TASK DETAILS: Gather all lines in the records below that include the word "changed".
START RECORDS SHOWN
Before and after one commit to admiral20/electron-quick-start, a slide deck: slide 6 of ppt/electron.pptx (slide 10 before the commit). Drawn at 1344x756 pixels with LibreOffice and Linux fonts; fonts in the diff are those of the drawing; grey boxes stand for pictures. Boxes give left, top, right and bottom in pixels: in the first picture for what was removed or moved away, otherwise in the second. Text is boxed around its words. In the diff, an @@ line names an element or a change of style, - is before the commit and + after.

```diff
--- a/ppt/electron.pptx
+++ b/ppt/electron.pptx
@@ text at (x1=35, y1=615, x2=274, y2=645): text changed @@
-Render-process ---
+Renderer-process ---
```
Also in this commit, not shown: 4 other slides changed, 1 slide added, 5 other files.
END RECORDS SHOWN
PROBLEM SOLUTION:
@@ text at (x1=35, y1=615, x2=274, y2=645): text changed @@
Also in this commit, not shown: 4 other slides changed, 1 slide added, 5 other files.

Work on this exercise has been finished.